Weekly News Round-Up: I Read the 'Huffington Post', so You Don't Have To
Five News Stories You May Have Missed, or Just Can't Wait for my Analysis: 1: Miss California's Human Rights
It needs to be stated clearly that Carrie Prejean's constitutional freedom of speech right was not infringed, no matter what she may think, when people criticised her for opposing same sex marriage. It may have been an unpleasant few weeks at the hands of commentators who disagree with her, but her rights have not been challenged.
Her constitutional freedom of speech right refers only to whether or not Congress can make laws that stop people from expressing themselves. There is a huge difference between this and the potential for not being allowed to maintain her position in a rather archaic precursor to American Idol. BUT - she's 21, new to the public eye, and should not be made into the scapegoat for the country's current paroxysms over sexuality. And I don't think Satan had anything to do with why Perez Hilton asked the question. If we really want our national conversation about questions of relational justice to be monopolised by gossip bloggers and glamour models, then I suppose we can't complain.
2: Death Humour
Wanda Sykes crossed a line at the White House Correspondents' dinner when she wished death on Rush Limbaugh. This matters. It also matters that the White House Correspondents are so friendly with the President that they take him out to dinner every year. This matters more. But this week it was revealed that the CIA may have misled the current Speaker of the House about the use of torture against detainees. This matters even more. Let me say it again. Or perhaps I don't need to.
3: Nancy Pelosi's Truth Commission
On a related note, Nancy Pelosi could probably benefit from studying the history of what she calls 'truth commissions'. The name is far too emotive, it implies that Republicans were lying to Democrats and everyone else rather than acknowledging the bi-partisan nature of the bad decisions made in recent years, and evokes superficially-remembered notions of the South African Reconciliation experience. If Speaker Pelosi really wants a meaningful investigation into the post-9/11 tactics that she helped approve, it would be helpful to use more helpful terminology, such as 'Commission of Inquiry'. More than that, let's put everything on the table, not merely what Bush, Cheney and Rumsfeld planned from September 12th onward. There's a much longer story about how we deal with the past that needs to be opened up - and it's unlikely to come in the form of legal hearings. There is a serious conversation to be had about US national identity, the intrepretation of patriotism, and the interdependence of the planet. A culture of denial has become the default - even Speaker Pelosi seems as if she's not saying everything she knows. It's going to take more than congressional hearings to change that.
4: British MPs and expenses claims.
These stories are important and amusing but also getting a bit wearing. Though I have to admit that the story of the guy who charged rent to another MP while also claiming for the mortgage on the property has a certain flair. At the same time, Gordon Brown, a serious and compassionate man, whose commitment to such vital matters as poverty in Africa is probably unmatched by any other Western prime minister, has had the substance of his agenda hijacked by the expenses scandal and other more trivial stories. He may now have entered the last few weeks of his premiership as a result.

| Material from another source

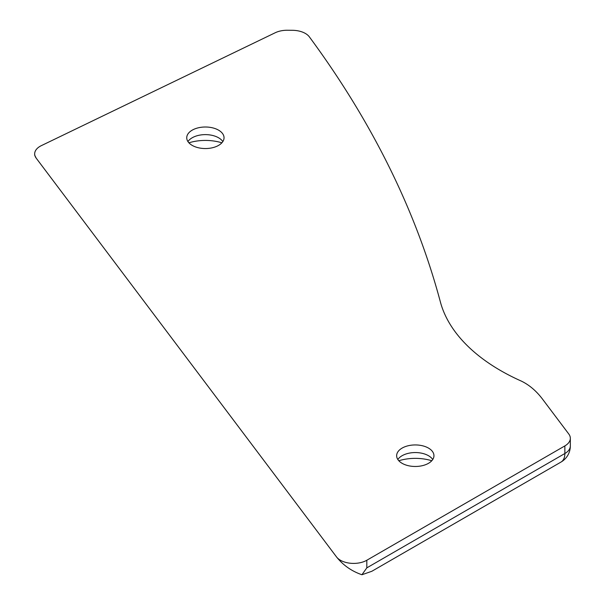 <?xml version="1.0" encoding="UTF-8"?>
<svg xmlns="http://www.w3.org/2000/svg" width="605" height="605" viewBox="0 0 605 605"><rect width="100%" height="100%" fill="white"/><g stroke="black" fill="none" stroke-linecap="round" stroke-linejoin="round"><path stroke-width="0.91" d="M561.009 462.061A18.649 18.649 0 0 0 570.333 445.908A18.649 10.769 0 0 1 564.866 453.523A18.649 10.769 60 0 1 561.009 462.061L371.818 571.286L361.926 574.75L366.812 567.868L564.866 453.523L564.866 445.908A18.649 10.769 180 0 0 570.333 438.292A18.649 10.769 180 0 0 568.783 434.004L543.124 399.928C536.771 391.322 529.504 385.045 521.321 381.089A214.404 123.783 0 0 1 440.523 302.47A1918.667 1107.732 180 0 0 309.352 36.852A18.649 10.769 180 0 0 292.54 30.303L287.519 30.25A18.649 10.769 180 0 0 275.214 32.753L41.359 145.631A18.649 10.769 180 0 0 34.666 153.897L34.666 155.152L36.217 158.185A18.649 10.769 180 0 1 34.666 153.897M564.866 445.908L366.812 560.253A18.649 10.769 180 0 1 336.524 556.933L36.217 158.185M402.113 463.324A18.649 10.769 0 0 0 422.434 465.653A18.649 10.769 0 0 0 433.951 455.709A18.649 10.769 0 0 0 415.295 444.94A18.649 10.769 0 0 0 396.646 455.709A18.649 10.769 0 0 0 402.113 463.324M192.201 145.389A18.649 10.769 0 0 0 212.529 147.726A18.649 10.769 0 0 0 224.039 137.774A18.649 10.769 0 0 0 205.39 127.005A18.649 10.769 0 0 0 186.741 137.774A18.649 10.769 0 0 0 192.201 145.389M431.781 460.745A34.969 20.192 0 0 0 398.816 460.745M221.876 142.81A34.969 20.192 0 0 0 188.904 142.81M336.524 556.933C343.141 565.236 351.611 571.173 361.926 574.75M222.837 141.585A18.649 10.769 0 0 0 205.39 134.62A18.649 10.769 0 0 0 187.943 141.585M432.741 459.513A18.649 10.769 0 0 0 415.295 452.555A18.649 10.769 0 0 0 397.856 459.513M366.812 567.868L366.812 560.253M570.333 438.292L570.333 445.908"/></g></svg>

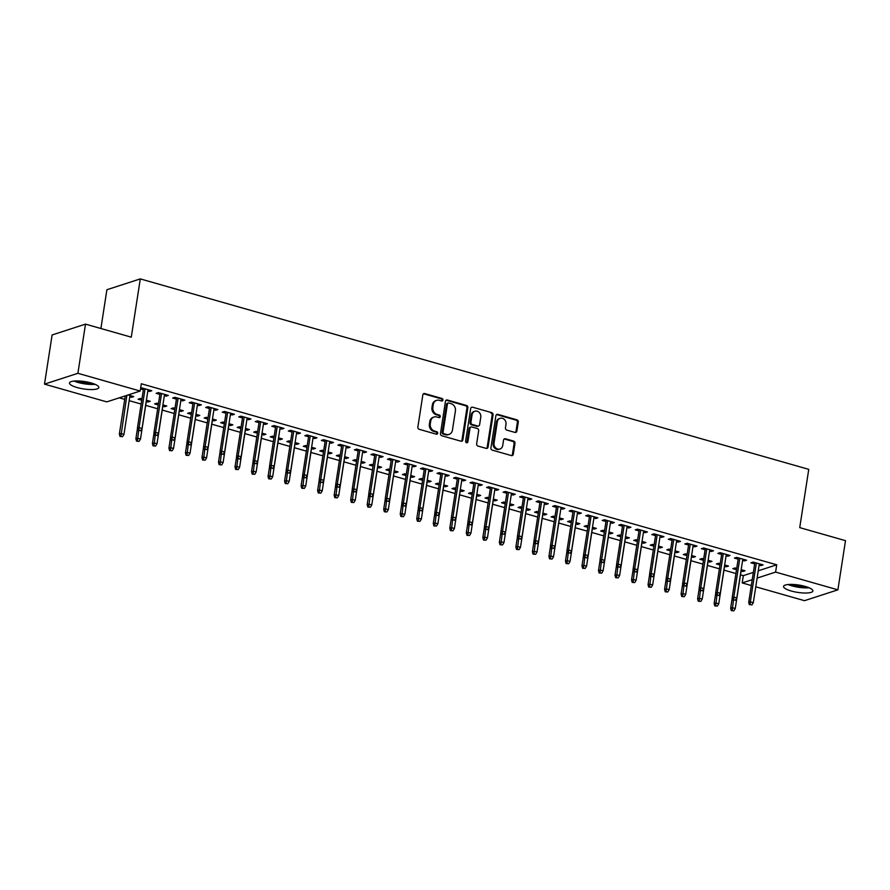 <?xml version="1.0" encoding="UTF-8"?>
<svg xmlns="http://www.w3.org/2000/svg" width="890" height="890" viewBox="0 0 890 890"><rect width="100%" height="100%" fill="white"/><g stroke="black" fill="none" stroke-linecap="round" stroke-linejoin="round"><path stroke-width="1.33" d="M442.909 400.044A1.313 1.135 72 0 0 441.974 398.475L424.741 393.558A1.869 1.624 72 0 0 422.839 394.893L417.866 427.067A1.869 1.624 72 0 0 419.201 429.314L436.434 434.22A1.313 1.135 72 0 0 436.823 431.717L434.598 431.083A5.974 5.184 72 0 1 430.293 423.885L430.704 421.204A5.974 5.184 72 0 1 434.053 416.998A5.974 5.184 72 0 1 436.779 416.965L439.015 417.599A1.313 1.135 72 0 0 439.393 415.096L437.168 414.462A5.974 5.184 72 0 1 432.863 407.264L433.274 404.583A5.974 5.184 72 0 1 436.623 400.367A5.974 5.184 72 0 1 439.36 400.344L441.585 400.978A1.313 1.135 72 0 0 442.909 400.044M441.696 401.001A1.313 1.135 72 0 0 441.073 398.764L423.84 393.858A1.869 1.624 72 0 0 423.462 393.792M436.545 434.253A1.313 1.135 72 0 0 435.922 432.017L433.697 431.383L434.598 431.083M439.115 417.621A1.313 1.135 72 0 0 438.492 415.385L436.267 414.751L437.168 414.462M791.188 590.993A14.852 3.727 8.8 0 1 783.556 586.443A14.852 3.727 8.8 0 1 805.261 586.432A14.852 3.727 8.8 0 1 812.893 590.982A14.852 3.727 8.8 0 1 791.188 590.993M77.118 387.539A14.852 3.727 8.8 0 1 69.487 382.989A14.852 3.727 8.8 0 1 91.203 382.978A14.852 3.727 8.8 0 1 98.835 387.528A14.852 3.727 8.8 0 1 77.118 387.539M514.987 432.429A1.869 1.624 72 0 0 516.879 431.105L518.28 422.082A1.869 1.624 72 0 0 516.934 419.835L497.799 414.373A1.869 1.624 72 0 0 495.897 415.708L490.924 447.881A1.869 1.624 72 0 0 492.259 450.129L511.405 455.58A1.869 1.624 72 0 0 513.296 454.256L514.987 443.353A1.869 1.624 72 0 0 513.641 441.106L505.453 438.77A1.869 1.624 72 0 0 503.551 440.094L502.716 445.501A4.995 4.328 72 0 1 499.924 449.016A4.995 4.328 72 0 1 495.574 447.792A4.995 4.328 72 0 1 494.039 443.031L497.321 421.849A4.995 4.328 72 0 1 500.113 418.333A4.995 4.328 72 0 1 504.463 419.557A4.995 4.328 72 0 1 505.998 424.319L505.453 427.845A1.869 1.624 72 0 0 506.799 430.104L514.987 432.429M758.247 570.802L776.725 564.805L141.31 383.757L140.186 391.044L106.789 401.88L44.5 384.135L77.897 373.299L140.186 391.044M776.725 564.805L775.602 572.092L837.89 589.836L804.493 600.672L755.766 586.788M44.5 384.135L52.11 334.963L85.507 324.127L131.275 337.165L140.297 278.893L808.754 469.353L799.732 527.625L845.5 540.664L837.89 589.836M85.507 324.127L77.897 373.299M467.84 407.709A1.869 1.624 72 0 0 466.505 405.462L447.359 400.011A1.869 1.624 72 0 0 445.467 401.334L440.483 433.508A1.869 1.624 72 0 0 441.829 435.755L460.964 441.206A1.869 1.624 72 0 0 462.867 439.882L467.84 407.709L466.939 407.998A1.869 1.624 72 0 0 465.592 405.751L446.457 400.3A1.869 1.624 72 0 0 446.079 400.244M472.579 407.197L491.714 412.649A1.869 1.624 72 0 1 493.06 414.896L488.076 447.069A1.869 1.624 72 0 1 486.185 448.393L477.997 446.068A1.869 1.624 72 0 1 476.651 443.81L478.664 430.76A1.869 1.624 72 0 0 477.318 428.513L471.889 426.966A1.869 1.624 72 0 0 469.998 428.29L467.884 441.874A1.313 1.135 72 0 1 465.615 441.229L470.688 408.521A1.869 1.624 72 0 1 472.579 407.197L491.714 412.649M140.297 278.893L106.9 289.728L100.893 328.51M742.594 560.444L744.307 560.934L746.554 560.199L736.642 557.374L734.395 558.108L738.144 559.176M720.199 563.682L718.597 563.225L716.339 563.96L719.999 565.005M724.549 566.296L726.251 566.785L726.451 565.473M724.649 564.95L728.51 566.051L726.251 566.785M709.553 551.032L711.255 551.511L713.513 550.788L703.601 547.962L701.342 548.685L705.102 549.764M687.158 554.27L685.556 553.814L683.298 554.548L686.947 555.594M691.508 556.884L693.21 557.374L693.41 556.05M691.608 555.538L695.468 556.639L693.21 557.374M676.511 541.61L678.213 542.099L680.472 541.365L670.559 538.539L668.301 539.273L672.061 540.341M654.117 544.858L652.504 544.402L650.256 545.136L653.905 546.171M658.455 547.472L660.169 547.951L660.369 546.638M658.567 546.126L662.416 547.228L660.169 547.951M643.47 532.198L645.172 532.687L647.431 531.953L637.518 529.127L635.26 529.861L639.02 530.93M621.064 535.446L619.462 534.99L617.204 535.713L620.864 536.759M625.414 538.061L627.116 538.539L627.328 537.226M625.525 536.715L629.375 537.805L627.116 538.539M610.429 522.786L612.131 523.276L614.389 522.541L604.477 519.716L602.219 520.45L605.979 521.518M588.023 526.023L586.421 525.567L584.163 526.302L587.823 527.347M592.373 528.638L594.075 529.127L594.286 527.815M592.473 527.292L596.333 528.393L594.075 529.127M577.388 513.374L579.09 513.853L581.348 513.118L571.436 510.304L569.177 511.027L572.926 512.106M554.982 516.612L553.38 516.155L551.121 516.89L554.782 517.924M559.332 519.226L561.034 519.716L561.234 518.392M559.432 517.88L563.292 518.981L561.034 519.716M544.335 503.951L546.048 504.441L548.307 503.707L538.383 500.881L536.136 501.615L539.885 502.683M521.941 507.2L520.339 506.744L518.08 507.478L521.74 508.513M526.29 509.814L527.993 510.293L528.193 508.98M526.391 508.468L530.251 509.57L527.993 510.293M511.294 494.54L513.007 495.029L515.254 494.295L505.342 491.469L503.084 492.203L506.844 493.271M488.899 497.788L487.297 497.321L485.039 498.055L488.688 499.101M493.249 500.403L494.951 500.881L495.151 499.568M493.349 499.056L497.21 500.147L494.951 500.881M478.253 485.128L479.955 485.606L482.213 484.883L472.301 482.057L470.042 482.792L473.803 483.86M455.858 488.365L454.245 487.909L451.998 488.643L455.647 489.689M460.197 490.98L461.91 491.469L462.11 490.156M460.308 489.634L464.157 490.735L461.91 491.469M445.211 475.716L446.914 476.195L449.172 475.46L439.26 472.646L437.001 473.369L440.761 474.448M422.806 478.954L421.204 478.497L418.945 479.232L422.605 480.266M427.156 481.568L428.858 482.057L429.069 480.734M427.267 480.222L431.116 481.323L428.858 482.057M412.17 466.293L413.872 466.783L416.131 466.049L406.218 463.223L403.96 463.957L407.72 465.025M389.764 469.542L388.162 469.086L385.904 469.809L389.564 470.855M394.114 472.156L395.816 472.635L396.028 471.322M394.214 470.81L398.075 471.911L395.816 472.635M379.129 456.882L380.831 457.371L383.089 456.637L373.177 453.811L370.919 454.545L374.668 455.613M356.723 460.13L355.121 459.663L352.863 460.397L356.523 461.443M361.073 462.733L362.775 463.223L362.975 461.91M361.173 461.398L365.034 462.489L362.775 463.223M346.077 447.47L347.79 447.948L350.048 447.225L340.125 444.399L337.877 445.134L341.627 446.202M323.682 450.707L322.08 450.251L319.822 450.985L323.482 452.031M328.032 453.322L329.734 453.811L329.934 452.487M328.132 451.975L331.992 453.077L329.734 453.811M313.035 438.058L314.749 438.536L316.996 437.802L307.083 434.976L304.825 435.711L308.585 436.779M290.641 441.295L289.039 440.839L286.78 441.574L290.429 442.608M294.991 443.91L296.693 444.399L296.893 443.075M295.091 442.564L298.951 443.665L296.693 444.399M279.994 428.635L281.696 429.125L283.954 428.39L274.042 425.565L271.784 426.299L275.544 427.367M257.599 431.884L255.986 431.428L253.739 432.151L257.388 433.196M261.938 434.498L263.651 434.976L263.852 433.664M262.049 433.152L265.899 434.253L263.651 434.976M246.953 419.223L248.655 419.713L250.913 418.979L241.001 416.153L238.743 416.887L242.503 417.955M224.547 422.461L222.945 422.005L220.687 422.739L224.347 423.785M228.897 425.075L230.599 425.565L230.81 424.252M229.008 423.729L232.857 424.83L230.599 425.565M213.912 409.812L215.614 410.29L217.872 409.567L207.96 406.741L205.701 407.464L209.462 408.543M191.506 413.049L189.904 412.593L187.645 413.327L191.306 414.373M195.856 415.663L197.558 416.153L197.769 414.829M195.956 414.317L199.816 415.419L197.558 416.153M180.87 400.389L182.572 400.878L184.831 400.144L174.918 397.318L172.66 398.053L176.42 399.12M158.465 403.637L156.863 403.181L154.604 403.915L158.264 404.95M162.814 406.252L164.517 406.741L164.717 405.417M162.915 404.906L166.775 406.007L164.517 406.741M147.829 390.977L149.531 391.466L151.79 390.732L141.866 387.907L140.609 388.318M140.52 388.897L143.368 389.709M129.773 396.84L131.475 397.318L131.675 396.005M128.071 394.971L133.734 396.584L131.475 397.318M740.48 574.829L743.328 575.641L753.352 572.392M119.271 397.83L124.722 399.387M129.184 400.656L141.154 404.06M145.704 405.362L157.675 408.777M162.225 410.068L174.195 413.483M178.745 414.773L190.716 418.189M195.266 419.479L207.237 422.895M211.787 424.196L223.757 427.601M228.307 428.902L240.278 432.306M244.828 433.608L256.798 437.012M261.349 438.314L273.319 441.718M277.869 443.02L289.84 446.435M294.39 447.726L306.36 451.141M310.922 452.432L322.892 455.847M327.442 457.137L339.413 460.553M343.963 461.854L355.933 465.259M360.483 466.56L372.454 469.965M377.004 471.266L388.974 474.67M393.525 475.972L405.495 479.387M410.045 480.678L422.016 484.093M426.566 485.384L438.536 488.799M443.087 490.09L455.057 493.505M459.607 494.807L471.578 498.211M476.128 499.513L488.098 502.917M492.648 504.218L504.619 507.623M509.18 508.924L521.139 512.328M525.701 513.63L537.671 517.046M542.221 518.336L554.192 521.751M558.742 523.042L570.712 526.457M575.263 527.748L587.233 531.163M591.783 532.465L603.754 535.869M608.304 537.171L620.274 540.575M624.825 541.876L636.795 545.281M641.345 546.582L653.316 549.998M657.866 551.288L669.836 554.704M674.386 555.994L686.357 559.409M690.907 560.7L702.877 564.115M707.439 565.417L719.398 568.821M723.959 570.123L735.93 573.527M141.944 398.931L140.342 398.475L138.084 399.198L141.744 400.244M146.294 401.546L147.996 402.024L148.196 400.711M146.394 400.2L150.254 401.301L147.996 402.024M164.35 395.683L166.052 396.172L168.31 395.438L158.398 392.612L156.139 393.347L159.888 394.415M174.985 408.343L173.383 407.887L171.125 408.621L174.785 409.656M179.335 410.957L181.037 411.447L181.249 410.123M179.435 409.611L183.296 410.713L181.037 411.447M197.391 405.106L199.093 405.584L201.351 404.85L191.439 402.035L189.181 402.758L192.941 403.838M208.026 417.755L206.424 417.299L204.166 418.033L207.826 419.079M212.376 420.369L214.078 420.859L214.29 419.546M212.488 419.023L216.337 420.125L214.078 420.859M230.432 414.518L232.134 414.996L234.393 414.273L224.48 411.447L222.222 412.181L225.982 413.249M241.079 427.178L239.466 426.711L237.218 427.445L240.867 428.491M245.417 429.792L247.131 430.271L247.331 428.958M245.529 428.446L249.378 429.536L247.131 430.271M263.473 423.929L265.175 424.419L267.434 423.685L257.522 420.859L255.263 421.593L259.023 422.661M274.12 436.589L272.518 436.133L270.26 436.868L273.909 437.902M278.47 439.204L280.172 439.682L280.372 438.37M278.57 437.858L282.43 438.959L280.172 439.682M296.515 433.341L298.217 433.83L300.475 433.096L290.563 430.271L288.304 431.005L292.065 432.073M307.161 446.001L305.559 445.545L303.301 446.279L306.961 447.314M311.511 448.616L313.213 449.105L313.414 447.781M311.611 447.27L315.472 448.371L313.213 449.105M329.556 442.764L331.269 443.242L333.516 442.508L323.604 439.693L321.357 440.416L325.106 441.496M340.203 455.413L338.601 454.957L336.342 455.691L340.002 456.737M344.552 458.027L346.255 458.517L346.455 457.204M344.653 456.681L348.513 457.783L346.255 458.517M362.608 452.176L364.31 452.665L366.569 451.931L356.656 449.105L354.398 449.839L358.147 450.907M373.244 464.836L371.642 464.38L369.383 465.103L373.043 466.149M377.594 467.45L379.296 467.929L379.507 466.616M377.694 466.104L381.554 467.194L379.296 467.929M395.649 461.587L397.352 462.077L399.61 461.343L389.698 458.517L387.439 459.251L391.2 460.319M406.285 474.248L404.683 473.792L402.425 474.526L406.085 475.56M410.635 476.862L412.337 477.34L412.548 476.028M410.746 475.516L414.595 476.617L412.337 477.34M428.691 470.999L430.393 471.489L432.651 470.754L422.739 467.929L420.481 468.663L424.241 469.731M439.337 483.659L437.724 483.203L435.466 483.938L439.126 484.983M443.676 486.274L445.389 486.763L445.59 485.439M443.787 484.928L447.637 486.029L445.389 486.763M461.732 480.422L463.434 480.9L465.693 480.177L455.78 477.351L453.522 478.075L457.282 479.154M472.379 493.071L470.766 492.615L468.518 493.349L472.167 494.395M476.728 495.686L478.431 496.175L478.631 494.862M476.829 494.339L480.689 495.441L478.431 496.175M494.773 489.834L496.475 490.323L498.734 489.589L488.821 486.763L486.563 487.498L490.323 488.566M505.42 502.494L503.818 502.038L501.56 502.761L505.22 503.807M509.77 505.108L511.472 505.587L511.672 504.274M509.87 503.762L513.73 504.853L511.472 505.587M527.815 499.245L529.528 499.735L531.775 499.001L521.863 496.175L519.615 496.909L523.365 497.977M538.461 511.906L536.859 511.45L534.601 512.184L538.261 513.219M542.811 514.52L544.513 515.01L544.713 513.686M542.911 513.174L546.772 514.275L544.513 515.01M560.867 508.668L562.569 509.147L564.827 508.413L554.915 505.587L552.657 506.321L556.406 507.389M571.502 521.317L569.9 520.861L567.642 521.596L571.302 522.641M575.852 523.932L577.554 524.421L577.766 523.097M575.952 522.586L579.813 523.687L577.554 524.421M593.908 518.08L595.61 518.558L597.869 517.835L587.956 515.01L585.698 515.744L589.458 516.812M604.544 530.729L602.942 530.273L600.683 531.007L604.343 532.053M608.894 533.344L610.596 533.833L610.807 532.52M609.005 532.009L612.854 533.099L610.596 533.833M626.949 527.492L628.652 527.981L630.91 527.247L620.998 524.421L618.739 525.156L622.499 526.224M637.596 540.152L635.983 539.696L633.725 540.419L637.385 541.465M641.935 542.767L643.648 543.245L643.848 541.932M642.046 541.42L645.895 542.522L643.648 543.245M659.991 536.904L661.693 537.393L663.951 536.659L654.039 533.833L651.78 534.567L655.541 535.635M670.637 549.564L669.024 549.108L666.777 549.842L670.426 550.877M674.987 552.178L676.689 552.668L676.89 551.344M675.087 550.832L678.948 551.933L676.689 552.668M693.032 546.327L694.734 546.805L696.992 546.071L687.08 543.256L684.822 543.979L688.582 545.058M703.678 558.976L702.077 558.519L699.818 559.254L703.478 560.299M708.028 561.59L709.731 562.08L709.931 560.767M708.129 560.244L711.989 561.345L709.731 562.08M726.073 555.738L727.786 556.217L730.034 555.494L720.121 552.668L717.874 553.402L721.623 554.47M736.72 568.399L735.118 567.931L732.859 568.666L736.519 569.711M741.07 571.013L742.772 571.491L742.972 570.178M741.17 569.667L745.03 570.757L742.772 571.491M759.126 565.15L760.828 565.639L763.086 564.905L753.174 562.08L750.915 562.814L754.664 563.882M751.316 585.52L742.204 582.928L752.228 579.679M757.123 578.088L775.602 572.092M743.328 575.641L742.204 582.928M149.531 391.466L149.731 390.143M166.052 396.172L166.252 394.86M182.572 400.878L182.773 399.566M199.093 405.584L199.293 404.271M215.614 410.29L215.814 408.977M232.134 414.996L232.335 413.683M248.655 419.713L248.866 418.389M265.175 424.419L265.387 423.095M281.696 429.125L281.908 427.812M298.217 433.83L298.428 432.518M314.749 438.536L314.949 437.224M331.269 443.242L331.469 441.93M347.79 447.948L347.99 446.635M364.31 452.665L364.511 451.341M380.831 457.371L381.031 456.047M397.352 462.077L397.552 460.753M413.872 466.783L414.072 465.47M430.393 471.489L430.593 470.176M446.914 476.195L447.125 474.882M463.434 480.9L463.646 479.588M479.955 485.606L480.166 484.293M496.475 490.323L496.687 488.999M513.007 495.029L513.207 493.705M529.528 499.735L529.728 498.422M546.048 504.441L546.249 503.128M562.569 509.147L562.769 507.834M579.09 513.853L579.29 512.54M595.61 518.558L595.81 517.246M612.131 523.276L612.331 521.952M628.652 527.981L628.852 526.658M645.172 532.687L645.372 531.363M661.693 537.393L661.904 536.08M678.213 542.099L678.425 540.786M694.734 546.805L694.945 545.492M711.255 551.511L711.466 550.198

So, changing the system in favour of one in which the public hold their elected representatives to account through an independent system isn't a bad idea. But bringing down one government in particular because of the behaviour of politicians in general is.
5: Glenn Beck as Falwell's successor.
On Wednesday I heard Glenn Beck's radio show, during which a sweet-sounding woman called in to let Glenn know that she was praying for him, as he takes his stand against all the enemies of what appeared to be defined as crypto-fundamentalist privatised capitalism dressed up as the suffering way of the Cross. She implied some rather unpleasant suggestions about the Obama administration, and particularly her view that our President might have friends in very low places. And Glenn Beck responded, not by telling her how outrageous and absurd her suggestions were, but with a mysterious sentence or two about things he has seen and heard that he doesn't want to talk about just yet; ambiguous enough to the naked ear, but clear enough to the faithful dispensationalist Christians in his audience: Glenn Beck wants his audience to think that Obama is the antichrist.
I never previously thought that boorish + FoxNews = the latest in a long historical line of people predicting the end of the world and identifying Satan's representative on earth. Well, if I'm honest, I did think that. But I had always pegged Beck as a nothing more sinister than a not very funny political satirist. Wednesday's show left me wondering if he is not actually the natural heir to Hal Lindsey and Jerry Falwell, whose playbook owes more the 'Left Behind' novels than Ayn Rand. This is getting mysterious.